_DATA FOR THIS EXERCISE:_
§

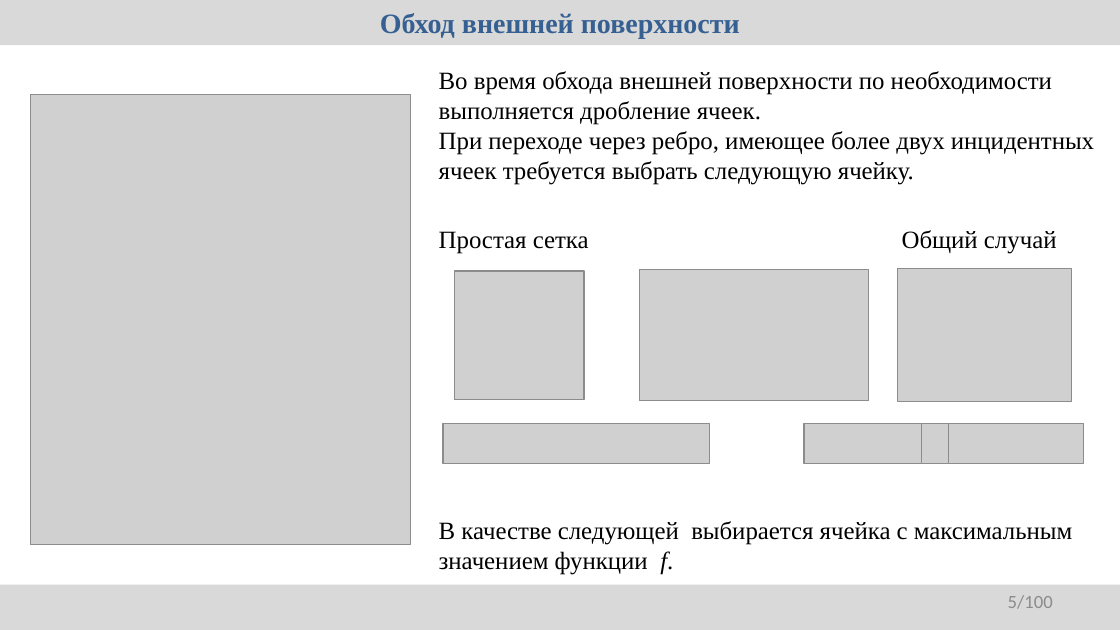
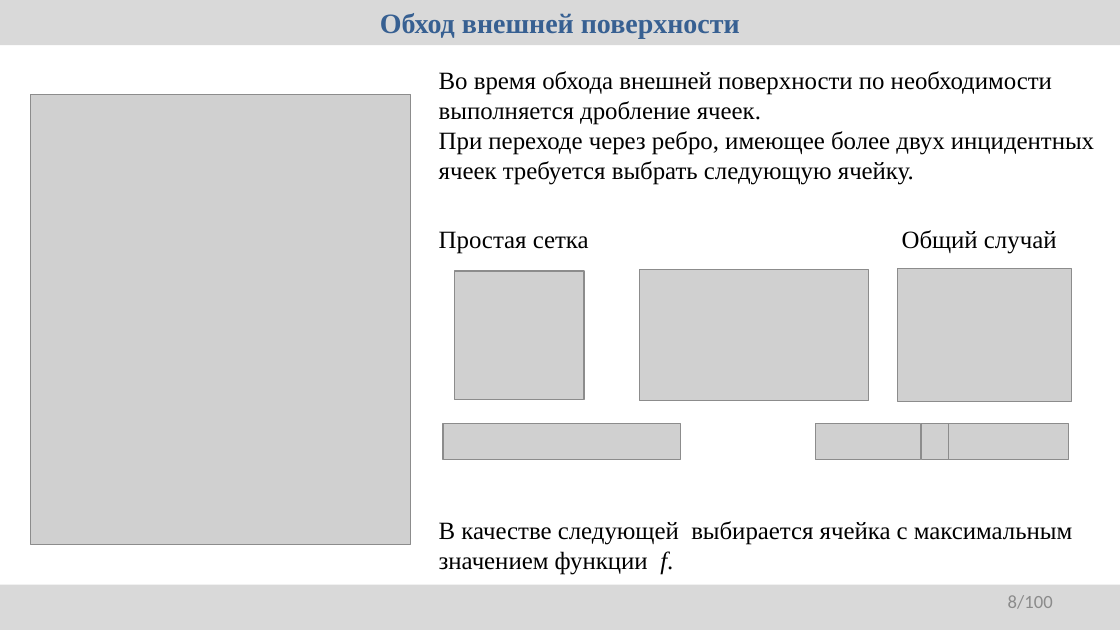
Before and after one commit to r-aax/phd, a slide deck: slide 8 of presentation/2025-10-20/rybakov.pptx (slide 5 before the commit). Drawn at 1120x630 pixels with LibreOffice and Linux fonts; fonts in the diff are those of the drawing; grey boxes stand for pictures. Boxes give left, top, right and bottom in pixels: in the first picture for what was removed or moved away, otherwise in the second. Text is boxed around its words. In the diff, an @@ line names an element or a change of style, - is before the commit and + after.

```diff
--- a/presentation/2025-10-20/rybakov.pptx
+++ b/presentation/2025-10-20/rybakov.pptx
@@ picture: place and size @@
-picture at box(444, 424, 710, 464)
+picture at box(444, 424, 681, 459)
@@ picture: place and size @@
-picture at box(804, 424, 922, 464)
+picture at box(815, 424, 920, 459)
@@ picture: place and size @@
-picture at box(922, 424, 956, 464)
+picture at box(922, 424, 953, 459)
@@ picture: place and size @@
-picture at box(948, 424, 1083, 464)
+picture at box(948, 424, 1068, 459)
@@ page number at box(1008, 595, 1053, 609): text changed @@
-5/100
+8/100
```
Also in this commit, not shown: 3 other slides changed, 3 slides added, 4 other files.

§

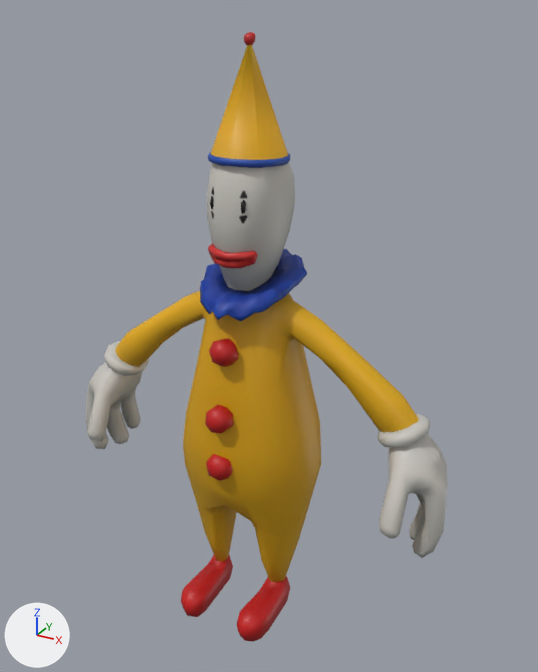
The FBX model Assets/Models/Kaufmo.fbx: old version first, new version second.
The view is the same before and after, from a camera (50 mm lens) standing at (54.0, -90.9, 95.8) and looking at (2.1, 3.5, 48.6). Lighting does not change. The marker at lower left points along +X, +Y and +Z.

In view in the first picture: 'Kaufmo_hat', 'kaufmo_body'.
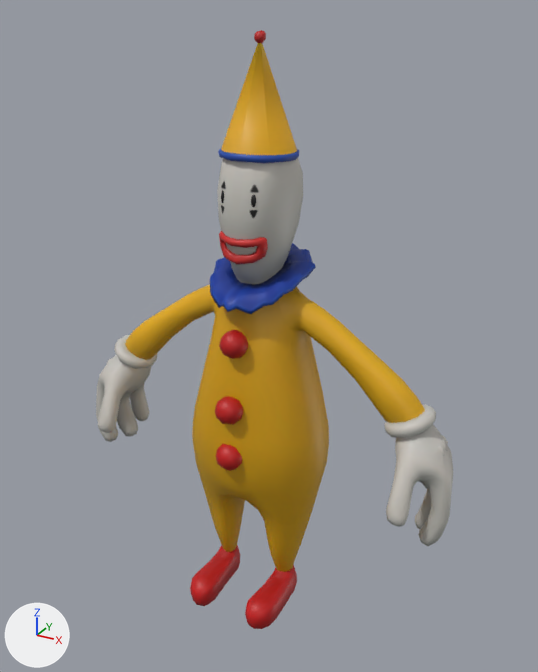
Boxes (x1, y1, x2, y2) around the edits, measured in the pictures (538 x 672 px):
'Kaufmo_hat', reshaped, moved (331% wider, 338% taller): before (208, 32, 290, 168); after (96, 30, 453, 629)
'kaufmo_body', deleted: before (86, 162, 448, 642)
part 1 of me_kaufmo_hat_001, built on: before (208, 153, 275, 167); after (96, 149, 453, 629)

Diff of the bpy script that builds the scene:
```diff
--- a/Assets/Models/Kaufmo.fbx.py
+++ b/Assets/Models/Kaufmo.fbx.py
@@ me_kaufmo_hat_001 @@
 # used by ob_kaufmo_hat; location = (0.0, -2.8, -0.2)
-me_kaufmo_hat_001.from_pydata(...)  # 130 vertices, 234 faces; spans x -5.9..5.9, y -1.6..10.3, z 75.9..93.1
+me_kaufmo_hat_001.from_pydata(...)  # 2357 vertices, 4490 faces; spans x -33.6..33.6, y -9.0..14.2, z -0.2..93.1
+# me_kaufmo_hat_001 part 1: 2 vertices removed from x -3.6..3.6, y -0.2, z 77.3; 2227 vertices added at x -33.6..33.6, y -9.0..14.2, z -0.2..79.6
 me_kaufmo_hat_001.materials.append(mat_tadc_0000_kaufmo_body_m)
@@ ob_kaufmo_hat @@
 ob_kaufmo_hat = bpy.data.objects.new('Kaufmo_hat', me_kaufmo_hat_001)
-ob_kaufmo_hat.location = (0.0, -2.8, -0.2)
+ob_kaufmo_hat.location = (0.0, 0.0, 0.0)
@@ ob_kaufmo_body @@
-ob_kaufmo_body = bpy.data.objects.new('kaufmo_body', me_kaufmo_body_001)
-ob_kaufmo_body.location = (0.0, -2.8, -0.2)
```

§

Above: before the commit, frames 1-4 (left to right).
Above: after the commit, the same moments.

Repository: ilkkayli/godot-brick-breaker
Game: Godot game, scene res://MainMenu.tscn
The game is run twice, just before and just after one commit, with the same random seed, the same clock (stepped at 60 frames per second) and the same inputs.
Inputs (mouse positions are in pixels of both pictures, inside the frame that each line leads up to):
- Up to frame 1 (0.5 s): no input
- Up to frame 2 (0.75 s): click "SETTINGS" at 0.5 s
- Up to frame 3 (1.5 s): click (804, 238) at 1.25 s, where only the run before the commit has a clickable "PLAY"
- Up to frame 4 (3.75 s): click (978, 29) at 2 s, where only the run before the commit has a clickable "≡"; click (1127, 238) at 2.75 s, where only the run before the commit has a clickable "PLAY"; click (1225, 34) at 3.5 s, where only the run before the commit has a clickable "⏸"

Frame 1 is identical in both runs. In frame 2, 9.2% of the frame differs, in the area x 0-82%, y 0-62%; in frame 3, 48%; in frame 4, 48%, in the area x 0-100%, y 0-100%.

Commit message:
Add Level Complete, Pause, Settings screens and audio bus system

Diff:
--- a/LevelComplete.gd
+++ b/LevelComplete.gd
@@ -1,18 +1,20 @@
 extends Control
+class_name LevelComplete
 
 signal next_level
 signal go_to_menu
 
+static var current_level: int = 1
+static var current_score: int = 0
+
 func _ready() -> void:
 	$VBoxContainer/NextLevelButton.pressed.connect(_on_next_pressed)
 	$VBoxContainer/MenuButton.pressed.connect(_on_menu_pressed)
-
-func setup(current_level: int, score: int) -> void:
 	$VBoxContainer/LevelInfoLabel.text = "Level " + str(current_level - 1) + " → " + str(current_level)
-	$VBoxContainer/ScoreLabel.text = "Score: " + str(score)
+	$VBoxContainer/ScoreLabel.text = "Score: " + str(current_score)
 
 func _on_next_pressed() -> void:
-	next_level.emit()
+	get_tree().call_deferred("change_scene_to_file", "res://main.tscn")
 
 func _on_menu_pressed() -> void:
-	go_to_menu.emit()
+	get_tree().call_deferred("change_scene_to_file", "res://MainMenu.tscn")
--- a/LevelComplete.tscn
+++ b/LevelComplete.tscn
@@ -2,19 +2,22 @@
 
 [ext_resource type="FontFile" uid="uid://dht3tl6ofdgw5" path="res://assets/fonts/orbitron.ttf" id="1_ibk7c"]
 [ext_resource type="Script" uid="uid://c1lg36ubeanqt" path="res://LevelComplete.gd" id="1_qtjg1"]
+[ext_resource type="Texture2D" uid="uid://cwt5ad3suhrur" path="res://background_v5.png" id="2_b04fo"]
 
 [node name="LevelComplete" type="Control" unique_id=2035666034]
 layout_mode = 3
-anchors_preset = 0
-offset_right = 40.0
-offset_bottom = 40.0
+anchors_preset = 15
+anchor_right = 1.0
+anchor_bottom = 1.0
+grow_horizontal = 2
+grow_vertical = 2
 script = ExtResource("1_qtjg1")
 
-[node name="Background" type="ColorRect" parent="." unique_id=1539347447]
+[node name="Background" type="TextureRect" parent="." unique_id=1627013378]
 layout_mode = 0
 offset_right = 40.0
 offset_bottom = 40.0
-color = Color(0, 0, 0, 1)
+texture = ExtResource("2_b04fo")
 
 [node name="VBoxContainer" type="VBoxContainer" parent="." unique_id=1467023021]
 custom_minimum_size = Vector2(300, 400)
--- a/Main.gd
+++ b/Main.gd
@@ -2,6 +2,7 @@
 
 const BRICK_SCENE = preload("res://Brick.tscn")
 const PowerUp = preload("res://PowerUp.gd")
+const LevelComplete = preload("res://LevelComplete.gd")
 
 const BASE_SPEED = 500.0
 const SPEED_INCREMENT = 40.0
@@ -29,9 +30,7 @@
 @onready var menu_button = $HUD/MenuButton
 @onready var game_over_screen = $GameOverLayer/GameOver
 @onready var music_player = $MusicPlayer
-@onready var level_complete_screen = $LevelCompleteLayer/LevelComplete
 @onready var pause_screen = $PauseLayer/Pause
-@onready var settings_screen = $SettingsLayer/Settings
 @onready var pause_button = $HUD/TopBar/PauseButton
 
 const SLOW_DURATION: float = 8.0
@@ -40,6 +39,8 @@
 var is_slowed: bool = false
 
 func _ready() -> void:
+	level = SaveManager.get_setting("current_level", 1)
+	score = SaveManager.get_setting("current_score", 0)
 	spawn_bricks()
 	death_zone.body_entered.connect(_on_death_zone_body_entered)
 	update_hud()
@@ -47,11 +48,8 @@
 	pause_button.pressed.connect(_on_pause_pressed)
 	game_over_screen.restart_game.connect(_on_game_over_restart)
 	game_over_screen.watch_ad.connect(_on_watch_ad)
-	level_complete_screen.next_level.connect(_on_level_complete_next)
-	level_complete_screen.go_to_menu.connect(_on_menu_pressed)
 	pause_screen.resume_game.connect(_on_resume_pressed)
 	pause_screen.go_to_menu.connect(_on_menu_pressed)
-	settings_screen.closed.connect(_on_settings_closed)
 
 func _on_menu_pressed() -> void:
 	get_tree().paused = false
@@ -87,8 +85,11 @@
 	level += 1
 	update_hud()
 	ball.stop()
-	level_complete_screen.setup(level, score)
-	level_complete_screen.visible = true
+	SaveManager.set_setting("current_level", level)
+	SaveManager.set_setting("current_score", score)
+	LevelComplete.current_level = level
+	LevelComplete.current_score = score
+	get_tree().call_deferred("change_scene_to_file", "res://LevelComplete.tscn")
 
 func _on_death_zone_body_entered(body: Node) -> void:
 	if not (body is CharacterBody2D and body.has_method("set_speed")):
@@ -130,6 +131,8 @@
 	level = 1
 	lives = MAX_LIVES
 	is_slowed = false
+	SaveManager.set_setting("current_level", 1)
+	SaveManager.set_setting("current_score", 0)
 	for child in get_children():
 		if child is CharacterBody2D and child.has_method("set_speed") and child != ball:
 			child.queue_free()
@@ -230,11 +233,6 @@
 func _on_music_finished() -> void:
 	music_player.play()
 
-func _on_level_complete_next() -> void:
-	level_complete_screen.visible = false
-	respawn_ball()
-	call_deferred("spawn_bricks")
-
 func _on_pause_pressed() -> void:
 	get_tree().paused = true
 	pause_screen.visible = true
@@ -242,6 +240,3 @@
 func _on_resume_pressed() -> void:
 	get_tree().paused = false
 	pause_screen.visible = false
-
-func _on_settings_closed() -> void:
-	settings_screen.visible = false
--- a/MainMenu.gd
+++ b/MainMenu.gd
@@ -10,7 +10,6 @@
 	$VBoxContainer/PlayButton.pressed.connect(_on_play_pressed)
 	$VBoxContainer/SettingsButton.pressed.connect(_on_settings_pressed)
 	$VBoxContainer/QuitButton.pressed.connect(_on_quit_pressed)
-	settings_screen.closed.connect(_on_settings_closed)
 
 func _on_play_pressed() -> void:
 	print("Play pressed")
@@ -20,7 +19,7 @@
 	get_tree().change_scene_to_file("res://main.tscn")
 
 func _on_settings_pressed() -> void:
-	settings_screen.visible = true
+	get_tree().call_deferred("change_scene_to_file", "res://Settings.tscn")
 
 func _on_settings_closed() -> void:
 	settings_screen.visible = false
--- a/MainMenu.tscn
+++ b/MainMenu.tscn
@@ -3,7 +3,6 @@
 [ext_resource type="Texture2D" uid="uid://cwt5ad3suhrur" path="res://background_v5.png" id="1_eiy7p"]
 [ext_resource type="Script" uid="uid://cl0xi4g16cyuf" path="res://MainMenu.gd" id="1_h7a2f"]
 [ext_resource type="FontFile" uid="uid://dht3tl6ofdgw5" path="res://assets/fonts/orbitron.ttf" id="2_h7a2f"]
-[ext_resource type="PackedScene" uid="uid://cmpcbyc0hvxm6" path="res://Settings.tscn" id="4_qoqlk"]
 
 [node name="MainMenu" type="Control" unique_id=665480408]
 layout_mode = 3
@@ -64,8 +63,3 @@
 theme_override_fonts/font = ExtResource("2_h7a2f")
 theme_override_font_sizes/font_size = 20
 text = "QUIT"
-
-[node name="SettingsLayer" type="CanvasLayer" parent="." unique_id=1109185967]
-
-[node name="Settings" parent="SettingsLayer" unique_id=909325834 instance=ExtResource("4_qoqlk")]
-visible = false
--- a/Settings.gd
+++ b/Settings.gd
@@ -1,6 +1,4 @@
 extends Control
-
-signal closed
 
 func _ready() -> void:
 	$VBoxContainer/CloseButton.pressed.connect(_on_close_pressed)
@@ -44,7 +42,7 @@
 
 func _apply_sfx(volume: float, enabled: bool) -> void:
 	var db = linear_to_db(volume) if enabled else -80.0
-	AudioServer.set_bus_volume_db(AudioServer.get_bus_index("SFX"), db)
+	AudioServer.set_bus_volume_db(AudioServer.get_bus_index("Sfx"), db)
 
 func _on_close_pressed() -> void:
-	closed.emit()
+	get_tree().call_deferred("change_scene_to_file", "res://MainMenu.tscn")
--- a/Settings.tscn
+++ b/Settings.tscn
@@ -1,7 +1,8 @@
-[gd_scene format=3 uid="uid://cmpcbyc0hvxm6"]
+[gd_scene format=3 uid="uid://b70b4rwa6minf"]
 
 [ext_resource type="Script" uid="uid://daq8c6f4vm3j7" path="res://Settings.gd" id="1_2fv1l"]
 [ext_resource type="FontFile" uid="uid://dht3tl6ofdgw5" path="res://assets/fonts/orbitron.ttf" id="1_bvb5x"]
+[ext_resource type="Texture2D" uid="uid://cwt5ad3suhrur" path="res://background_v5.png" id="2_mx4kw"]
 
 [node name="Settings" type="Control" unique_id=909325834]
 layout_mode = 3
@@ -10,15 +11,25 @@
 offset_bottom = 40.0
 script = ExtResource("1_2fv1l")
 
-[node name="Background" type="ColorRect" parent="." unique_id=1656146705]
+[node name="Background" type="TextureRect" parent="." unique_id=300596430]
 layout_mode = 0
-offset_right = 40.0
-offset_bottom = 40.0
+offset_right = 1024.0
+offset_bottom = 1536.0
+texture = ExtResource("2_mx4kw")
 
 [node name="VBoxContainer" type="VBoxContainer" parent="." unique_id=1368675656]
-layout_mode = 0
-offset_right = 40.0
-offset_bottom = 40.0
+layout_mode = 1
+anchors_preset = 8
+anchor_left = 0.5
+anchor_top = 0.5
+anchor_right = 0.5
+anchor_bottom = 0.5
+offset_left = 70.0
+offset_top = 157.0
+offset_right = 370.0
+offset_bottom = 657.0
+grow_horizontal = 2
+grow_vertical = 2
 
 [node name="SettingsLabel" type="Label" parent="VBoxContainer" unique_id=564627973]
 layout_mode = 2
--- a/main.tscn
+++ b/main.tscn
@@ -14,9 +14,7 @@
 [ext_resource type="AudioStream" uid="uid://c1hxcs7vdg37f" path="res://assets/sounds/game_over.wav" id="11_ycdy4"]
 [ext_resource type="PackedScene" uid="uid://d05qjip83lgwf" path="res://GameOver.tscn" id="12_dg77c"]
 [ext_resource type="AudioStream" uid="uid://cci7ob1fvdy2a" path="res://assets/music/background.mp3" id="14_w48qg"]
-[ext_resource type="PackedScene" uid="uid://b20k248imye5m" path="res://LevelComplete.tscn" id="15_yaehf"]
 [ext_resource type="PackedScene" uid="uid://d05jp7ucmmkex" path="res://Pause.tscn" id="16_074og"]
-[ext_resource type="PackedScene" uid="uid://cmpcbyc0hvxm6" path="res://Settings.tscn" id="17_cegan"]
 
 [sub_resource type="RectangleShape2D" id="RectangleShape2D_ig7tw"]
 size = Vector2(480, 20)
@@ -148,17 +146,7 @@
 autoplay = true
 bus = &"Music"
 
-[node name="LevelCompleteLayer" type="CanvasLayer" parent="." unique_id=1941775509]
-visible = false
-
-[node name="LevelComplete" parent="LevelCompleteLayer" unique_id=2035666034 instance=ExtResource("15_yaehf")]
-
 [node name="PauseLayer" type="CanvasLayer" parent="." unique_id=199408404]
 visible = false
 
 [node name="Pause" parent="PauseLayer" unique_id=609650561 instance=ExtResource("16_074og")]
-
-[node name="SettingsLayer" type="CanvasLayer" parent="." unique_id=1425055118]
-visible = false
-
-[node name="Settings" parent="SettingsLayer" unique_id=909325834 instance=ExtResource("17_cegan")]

§

_HOW TO COMPLETE THIS TASK:_ Across the whole listing, show each line where the word "MainMenu" occurs.

_SOLUTION TO THE EXERCISE:_
Game: Godot game, scene res://MainMenu.tscn
+	get_tree().call_deferred("change_scene_to_file", "res://MainMenu.tscn")
--- a/MainMenu.gd
+++ b/MainMenu.gd
--- a/MainMenu.tscn
+++ b/MainMenu.tscn
 [ext_resource type="Script" uid="uid://cl0xi4g16cyuf" path="res://MainMenu.gd" id="1_h7a2f"]
 [node name="MainMenu" type="Control" unique_id=665480408]
+	get_tree().call_deferred("change_scene_to_file", "res://MainMenu.tscn")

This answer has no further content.